My first thought was... 'How cool! A fish tank as a headboard!' My second thought was... 'An earthquake at night would rock that shite and you'd be crushed! Killer!' I don't think I could ever do a set-up like that.

As for the noise people are talking about... Right now I have a 55, 29, 20 long and 10 in my room. Even had another 10 and a 5 before. And there's NO issues with noise from them. Everything is perfectly quiet. I just keep my tanks topped up is all...


----------



## elTwitcho (Jun 22, 2004)

I try not to have anything breakable near the bed, things happen









Great looking set up though, when I had my 20 gallon in my room I would fall asleep with the light on a timer and it was pretty relaxing.


----------



## marco (Jan 2, 2003)

nice tanks man.

expect to get really bad algae growth in your 55 gallon. unless you move it away frm the window or get better drapes.


----------



## Turbo Ek9 (Sep 5, 2004)

nice room.

nice girl in the second pic too.


----------



## timmy (Mar 29, 2004)

Turbo Ek9 said:


> nice room.
> 
> nice girl in the second pic too.
> [snapback]1076197[/snapback]​


I knew that was coming!


----------



## redbellyjx © (Jan 26, 2004)

marco said:


> nice tanks man.
> 
> expect to get really bad algae growth in your 55 gallon. unless you move it away frm the window or get better drapes.
> [snapback]1076165[/snapback]​


the sun shines through the windows on the other side of the house, so im not too worried. also im putting a backdrop on soon.


----------



## redbellyjx © (Jan 26, 2004)

Turbo Ek9 said:


> nice girl in the second pic too.
> [snapback]1076197[/snapback]​


thanks. she said she didnt want to be in any pics, but oops....she doesnt need to know


----------



## redbellyjx © (Jan 26, 2004)

Mettle said:


> My first thought was... 'How cool! A fish tank as a headboard!' My second thought was... 'An earthquake at night would rock that shite and you'd be crushed! Killer!' I don't think I could ever do a set-up like that.
> 
> [snapback]1076142[/snapback]​


not too worried about earthquakes.... i like in New ENgland, the last earthquake was two years ago, and the last pne before that was like 15 years before that. any wayys, next step is im going to anchor the stands to the studs in the wass just in case the bed starts to rock for some odd reason.
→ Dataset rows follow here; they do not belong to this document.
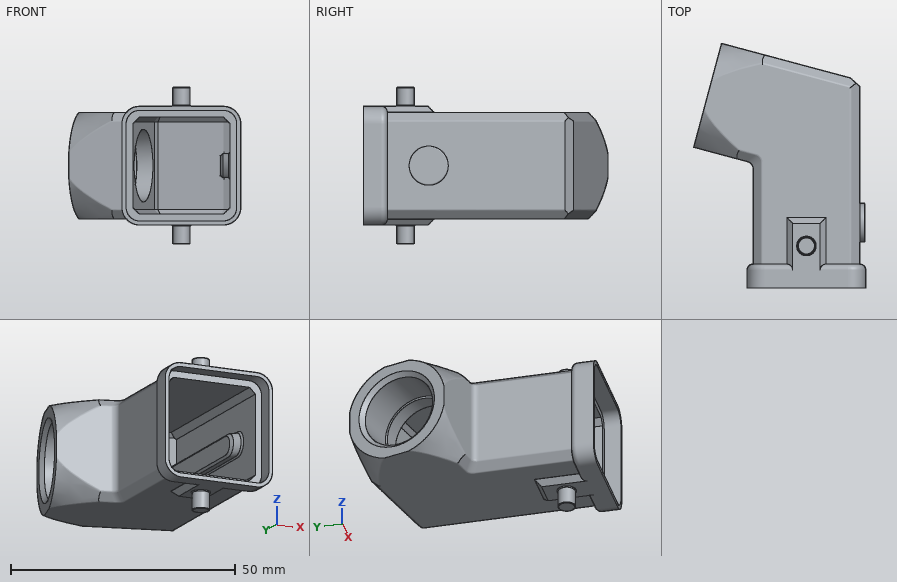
import cadquery as cq
import math


hood_width = 38.45
hood_length = 54.6
pin_span = 35.0

body_half = 11.9
edge_chamfer = 1.95
edge_blend = 0.55
bend_angle = 15.0
entry_half = 12.0
back_corner_x = 9.8
back_corner_y = 45.0
elbow_radius = 1.65

cone_face_radius = 12.3
cone_slope = 0.33
cone_length = 13.1
turning_radius = 24.55

collar_half = 13.25
collar_length = 5.35
collar_corner = 3.95
rim_thickness = 0.95
recess_depth = 3.8

cavity_half = 10.8
cavity_chamfer = 1.4
end_chamfer = 1.05
back_wall = 1.35
inner_corner_x = 9.45
inner_corner_y = 44.7
step_width = 1.35
step_depth = 0.5

bore_depth = 14.1
bore_radius = 8.1
thread_radius = 8.55
thread_depth = 10.3
lead_in = 1.05

pad_half = 4.35
pad_end = 15.7
pad_chamfer = 1.3
pin_y = 9.4
pin_radius = 1.95
pin_foot = 0.2
pin_tip_chamfer = 0.15

boss_y = 14.6
boss_radius = 4.35
boss_face_x = 13.05
boss_round = 0.3
rib_face_x = 8.75
rib_half = 2.7
rib_slant = 45.0
rib_chamfer = 0.5
rib_foot = 0.35
rib_root_blend = 0.4
rib_end_y = 14.95

tolerance = 0.01

slope = math.tan(math.radians(bend_angle))
axis_x = math.cos(math.radians(bend_angle))
axis_y = -math.sin(math.radians(bend_angle))

entry_x = collar_half - hood_width - entry_half * axis_y
entry_y = hood_length - entry_half * axis_x


def entry_point(depth, across):
    """XY point at a depth behind the entry face and a distance across its axis."""
    return (
        entry_x + depth * axis_x - across * axis_y,
        entry_y + depth * axis_y + across * axis_x,
    )


def point_on_slope(start, x):
    """Point at X on the line through start that runs parallel to the entry axis."""
    return (x, start[1] - (x - start[0]) * slope)


def entry_plane():
    """Work plane on the entry face, with its normal pointing into the part."""
    return cq.Workplane(cq.Plane((entry_x, entry_y, 0), xDir=(0, 0, 1), normal=(axis_x, axis_y, 0)))


def mouth_plane():
    """Work plane on the mouth of the leg, with its normal along +Y."""
    return cq.Workplane(cq.Plane((0, 0, 0), xDir=(1, 0, 0), normal=(0, 1, 0)))


def slab(points, half_height):
    """Solid with the given XY outline, reaching half_height above and below Z = 0."""
    return cq.Workplane("XY").polyline(points).close().extrude(half_height, both=True)


def body_outline(height, inset):
    """Outline of the body at a height, its long sides moved inward by inset."""
    side = body_half - inset
    across = entry_half - inset
    entry_top = entry_point(0, across)
    entry_bottom = entry_point(0, -across)
    elbow_x, elbow_y = point_on_slope(entry_bottom, -side)
    tangent = elbow_radius * math.tan(math.radians(90 - bend_angle) / 2)
    return (
        cq.Workplane("XY", origin=(0, 0, height))
        .moveTo(-side, 0)
        .lineTo(side, 0)
        .lineTo(*point_on_slope(entry_top, side))
        .lineTo(*entry_top)
        .lineTo(*entry_bottom)
        .lineTo(elbow_x - tangent * axis_x, elbow_y - tangent * axis_y)
        .tangentArcPoint((elbow_x, elbow_y - tangent), relative=False)
        .close()
    )


def flat_edges(body):
    """Edges round the flats of the body, leaving the two open ends and upright corners sharp."""

    def needs_blend(edge):
        middle = edge.Center()
        depth = (middle.x - entry_x) * axis_x + (middle.y - entry_y) * axis_y
        upright = edge.geomType() == "LINE" and abs(edge.tangentAt(0).z) > 1 - tolerance
        return depth > tolerance and middle.y > tolerance and not upright

    around = body.faces("<Z or >Z").edges().vals() + body.faces("#Z").edges().vals()
    return [edge for edge in around if needs_blend(edge)]


def make_body():
    """Bent body with bevelled long edges, a turned entry and a cut back corner."""
    straight = body_half - edge_chamfer
    body = body_outline(-straight, 0).extrude(2 * straight)
    lower = body_outline(straight, 0).wires().val()
    upper = body_outline(body_half, edge_chamfer).wires().val()
    bevel = cq.Workplane(cq.Solid.makeLoft([lower, upper], True))
    body = body.union(bevel).union(bevel.mirror("XY"))
    body = body.cut(make_entry_turning())
    body = body.newObject(flat_edges(body)).fillet(edge_blend)
    back_cut = slab(
        [
            (body_half, back_corner_y),
            (body_half, hood_length),
            point_on_slope(entry_point(0, entry_half), back_corner_x),
        ],
        body_half,
    )
    return body.cut(back_cut)


def make_entry_turning():
    """Material outside the cone that the entry end is turned to."""
    cone = entry_plane().circle(cone_face_radius).workplane(offset=cone_length)
    cone = cone.circle(cone_face_radius + cone_slope * cone_length).loft()
    return entry_plane().circle(turning_radius).extrude(cone_length).cut(cone)


def make_collar():
    side = 2 * collar_half
    collar = mouth_plane().rect(side, side).extrude(collar_length)
    collar = collar.edges("|Y").fillet(collar_corner)
    return collar.faces(">Y").edges().fillet(collar_half - body_half)


def make_pads():
    pads = cq.Workplane("XY").box(
        2 * pad_half, pad_end, 2 * collar_half, centered=(True, False, True)
    )
    return pads.faces("<Z or >Z").edges("|Y or >Y").chamfer(pad_chamfer)


def make_pins():
    """Two opposite pins, each with a bevelled foot on its pad and a bevelled tip."""
    pin_top = pin_span / 2
    foot_radius = pin_radius + pin_foot
    pin = (
        cq.Workplane("XZ", origin=(0, pin_y, 0))
        .polyline(
            [
                (0, cavity_half),
                (foot_radius, cavity_half),
                (foot_radius, collar_half),
                (pin_radius, collar_half + pin_foot),
                (pin_radius, pin_top - pin_tip_chamfer),
                (pin_radius - pin_tip_chamfer, pin_top),
                (0, pin_top),
            ]
        )
        .close()
        .revolve(360, (0, 0, 0), (0, 1, 0))
    )
    return pin.union(pin.mirror("XY"))


def make_boss():
    boss = cq.Workplane("YZ").center(boss_y, 0).circle(boss_radius).extrude(boss_face_x)
    return boss.faces(">X").edges().fillet(boss_round)


def make_cavity():
    """Bent hollow of the hood, with the rib standing on its +X wall."""
    back_line = entry_point(0, entry_half - back_wall)
    entry_wall = entry_point(bore_depth, 0)
    side_y = entry_wall[1] + (-cavity_half - entry_wall[0]) / slope
    cavity = slab(
        [
            (-cavity_half, 0),
            (cavity_half, 0),
            (cavity_half, inner_corner_y),
            point_on_slope(back_line, inner_corner_x),
            entry_point(bore_depth + step_depth, entry_half - back_wall),
            entry_point(bore_depth, entry_half - back_wall - step_width),
            (-cavity_half, side_y),
        ],
        cavity_half,
    )
    cavity = cavity.faces("<Z or >Z").edges("not <Y").chamfer(end_chamfer)
    side = 2 * cavity_half
    leg = mouth_plane().rect(side, side).extrude(hood_length)
    leg = leg.edges("|Y").chamfer(cavity_chamfer)
    cavity = cavity.intersect(leg).cut(make_rib())
    near_rib_root = cq.selectors.BoxSelector(
        (rib_face_x - rib_foot, inner_corner_y, -rib_half - rib_foot),
        (inner_corner_x + rib_chamfer, back_corner_y + edge_chamfer, rib_half + rib_foot),
    )
    return cavity.edges(near_rib_root).fillet(rib_root_blend)


def rib_outline(x, half_width):
    """Rib outline at X: straight sides and a half-round end that leans toward the mouth."""
    centre_y = rib_end_y - (x - rib_face_x) * math.tan(math.radians(rib_slant))
    outline = (
        cq.Workplane("YZ", origin=(x, 0, 0))
        .moveTo(centre_y, half_width)
        .threePointArc((centre_y - half_width, 0), (centre_y, -half_width))
        .lineTo(hood_length, -half_width)
        .lineTo(hood_length, half_width)
        .close()
    )
    return outline.wires().val()


def make_rib():
    """Rib with a bevelled face and a flared foot on the cavity wall."""
    sections = [
        rib_outline(rib_face_x, rib_half - rib_chamfer),
        rib_outline(rib_face_x + rib_chamfer, rib_half),
        rib_outline(cavity_half - rib_foot, rib_half),
        rib_outline(cavity_half, rib_half + rib_foot),
    ]
    return cq.Workplane(cq.Solid.makeLoft(sections, True))


def make_recess():
    side = 2 * (collar_half - rim_thickness)
    recess = mouth_plane().rect(side, side).extrude(recess_depth)
    return recess.edges("|Y").fillet(collar_corner - rim_thickness)


def make_bore():
    """Stepped bore from the entry face into the cavity."""
    bore = entry_plane().circle(bore_radius).extrude(bore_depth + step_depth)
    thread = entry_plane().circle(thread_radius).extrude(thread_depth)
    mouth = entry_plane().circle(thread_radius + lead_in).workplane(offset=lead_in)
    mouth = mouth.circle(thread_radius).loft()
    return bore.union(thread).union(mouth)


result = make_body()
for addition in (make_collar(), make_pads(), make_pins(), make_boss()):
    result = result.union(addition)
for removal in (make_cavity(), make_recess(), make_bore()):
    result = result.cut(removal)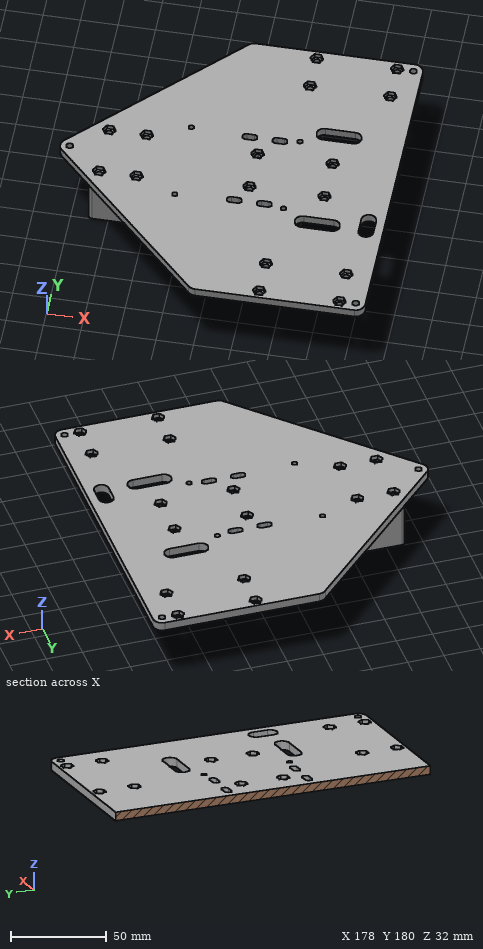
import cadquery as cq
import math

plate_length_x = 178.0
plate_width_y = 180.0
plate_thickness = 5.0
corner_radius = 5.0
half_width = plate_width_y / 2
back_x = 90.0

shoulder_x = 0.0
tip_round_x = back_x - plate_length_x + corner_radius
back_round_x = back_x - corner_radius
side_round_y = half_width - corner_radius

block_height = 27.0
block_length_x = 30.0
block_length_y = 40.0
block_center_x = -54.5
block_edge_radius = 2.0
part_height = plate_thickness + block_height

back_group_x = 54.9

screw_diameter = 3.6
nut_across_flats = 6.0
nut_across_corners = nut_across_flats / math.cos(math.pi / 6)
nut_pocket_depth = 2.5
block_screw_spacing_x = 20.0
block_screw_spacing_y = 30.0
middle_screw_spacing_x = 40.0
middle_screw_spacing_y = 24.0
middle_screw_center_x = 35.1
side_screw_spacing_x = 42.8
side_screw_spacing_y = 20.0
side_screw_center_y = 75.0

corner_hole_diameter = 3.6

board_hole_diameter = 2.9
board_hole_spacing_x = 58.0
board_hole_spacing_y = 49.0
board_center_x = 6.5

large_slot_length = 24.0
large_slot_width = 8.0
large_slot_y = 32.0
small_slot_length = 8.0
small_slot_width = 4.0
small_slot_xs = (9.0, 25.0)
small_slot_y = 23.0
cross_slot_length = 16.0
cross_slot_width = 8.0
cross_slot_center = (81.0, -29.0)


def rectangle_corners(center_x, center_y, spacing_x, spacing_y):
    return [
        (center_x + i * spacing_x / 2, center_y + j * spacing_y / 2)
        for i in (-1, 1)
        for j in (-1, 1)
    ]


def point_on_round(center_x, center_y, angle):
    return (
        center_x + corner_radius * math.cos(angle),
        center_y + corner_radius * math.sin(angle),
    )


def make_plate():
    slant_angle = math.atan2(side_round_y, shoulder_x - tip_round_x)
    slant_normal = slant_angle + math.pi / 2
    tip_middle = (math.pi + slant_normal) / 2
    shoulder_middle = (slant_normal + math.pi / 2) / 2
    half_outline = (
        cq.Workplane("XY")
        .moveTo(tip_round_x - corner_radius, 0)
        .threePointArc(
            point_on_round(tip_round_x, 0, tip_middle),
            point_on_round(tip_round_x, 0, slant_normal),
        )
        .lineTo(*point_on_round(shoulder_x, side_round_y, slant_normal))
        .threePointArc(
            point_on_round(shoulder_x, side_round_y, shoulder_middle),
            (shoulder_x, half_width),
        )
        .lineTo(back_round_x, half_width)
        .threePointArc(
            point_on_round(back_round_x, side_round_y, math.pi / 4),
            (back_x, side_round_y),
        )
        .lineTo(back_x, 0)
    )
    return half_outline.mirrorX().extrude(-plate_thickness)


def make_block():
    block = (
        cq.Workplane("XY", origin=(block_center_x, 0, -plate_thickness))
        .rect(block_length_x, block_length_y)
        .extrude(-block_height)
    )
    return block.edges("|Z").fillet(block_edge_radius)


def holes(points, diameter):
    return cq.Workplane("XY").pushPoints(points).circle(diameter / 2).extrude(-part_height)


def nut_pockets(points):
    return cq.Workplane("XY").pushPoints(points).polygon(6, nut_across_corners).extrude(-nut_pocket_depth)


def slots(points, length, width, angle=0):
    return cq.Workplane("XY").pushPoints(points).slot2D(length, width, angle).extrude(-plate_thickness)


screw_points = rectangle_corners(block_center_x, 0, block_screw_spacing_x, block_screw_spacing_y)
screw_points += rectangle_corners(middle_screw_center_x, 0, middle_screw_spacing_x, middle_screw_spacing_y)
for side in (-1, 1):
    screw_points += rectangle_corners(
        back_group_x, side * side_screw_center_y, side_screw_spacing_x, side_screw_spacing_y
    )

corner_hole_points = [
    (tip_round_x, 0),
    (back_round_x, side_round_y),
    (back_round_x, -side_round_y),
]
board_hole_points = rectangle_corners(board_center_x, 0, board_hole_spacing_x, board_hole_spacing_y)
large_slot_points = [(back_group_x, side * large_slot_y) for side in (-1, 1)]
small_slot_points = [(x, side * small_slot_y) for x in small_slot_xs for side in (-1, 1)]

result = (
    make_plate()
    .union(make_block())
    .cut(holes(screw_points, screw_diameter))
    .cut(nut_pockets(screw_points))
    .cut(holes(corner_hole_points, corner_hole_diameter))
    .cut(holes(board_hole_points, board_hole_diameter))
    .cut(slots(large_slot_points, large_slot_length, large_slot_width))
    .cut(slots(small_slot_points, small_slot_length, small_slot_width))
    .cut(slots([cross_slot_center], cross_slot_length, cross_slot_width, angle=90))
)

(although it has stood up to the test so far...hehehe)


----------



## mr.bearhasyourlady (Jun 1, 2004)

cool room


----------



## bmpower007 (Feb 11, 2005)

> not too worried about earthquakes.... i like in New ENgland, the last earthquake was two years ago, and the last pne before that was like 15 years before that. any wayys, next step is im going to anchor the stands to the studs in the wass *just in case the bed starts to rock for some odd reason*. (although it has stood up to the test so far...hehehe)


loool







Nice one pall.


----------



## Turbo Ek9 (Sep 5, 2004)

lucky you no earth quake.. we just had like 2 in cali


----------



## crsn4dr (Oct 29, 2004)

nice tanks...


----------



## BigChuckP (Feb 9, 2004)

redbellyjx said:


> Mettle said:
> 
> 
> > My first thought was... 'How cool! A fish tank as a headboard!' My second thought was... 'An earthquake at night would rock that shite and you'd be crushed! Killer!' I don't think I could ever do a set-up like that.
> ...


Then I don't think you are doing it right


----------



## GoJamieGo (Mar 18, 2005)

cool pics.... get that rhom some gravel.


----------



## rchan11 (May 6, 2004)

Nice setup and girl too


----------



## dynasty691 (Jun 15, 2005)

looks great!


----------



## jan (Apr 24, 2004)

It looks great imo







except for the tank with the rhom in it







Do you have any plans for it or are you keeping it bare looking?


----------



## redbellyjx © (Jan 26, 2004)

jan said:


> It looks great imo
> 
> 
> 
> ...


o of course im decorating it!! me and the girl hopefully with be aquascaping tonite!


----------



## jan (Apr 24, 2004)

redbellyjx said:


> jan said:
> 
> 
> > It looks great imo
> ...


Ok, in that case I didn't say a word









But make sure you post some pics of the result.......


----------



## taylorhedrich (Mar 2, 2005)

Nice fish and tanks. I'm glad that you are aqua-scaping the rhom tank, he will probably enjoy his new habitat.
~Taylor~


----------



## redbellyjx © (Jan 26, 2004)

im sure theres some question as to what "the girl" looks like...heres a pic of me and here at a party...its not a very flattering one though, we were both a lil intoxicated and i think you can clearly see that


----------



## timmy (Mar 29, 2004)

redbellyjx said:


> im sure theres some question as to what "the girl" looks like...heres a pic of me and here at a party...its not a very flattering one though, we were both a lil intoxicated and i think you can clearly see that
> [snapback]1077247[/snapback]​


Wow, who is the sexy one on the right? HAHAHAH, great shot...


----------



## Gordeez (Sep 21, 2003)

Giddy up!
Good stuff all and all!


----------



## redbellyjx © (Jan 26, 2004)

thanks!


----------



## marco (Jan 2, 2003)

sexy


----------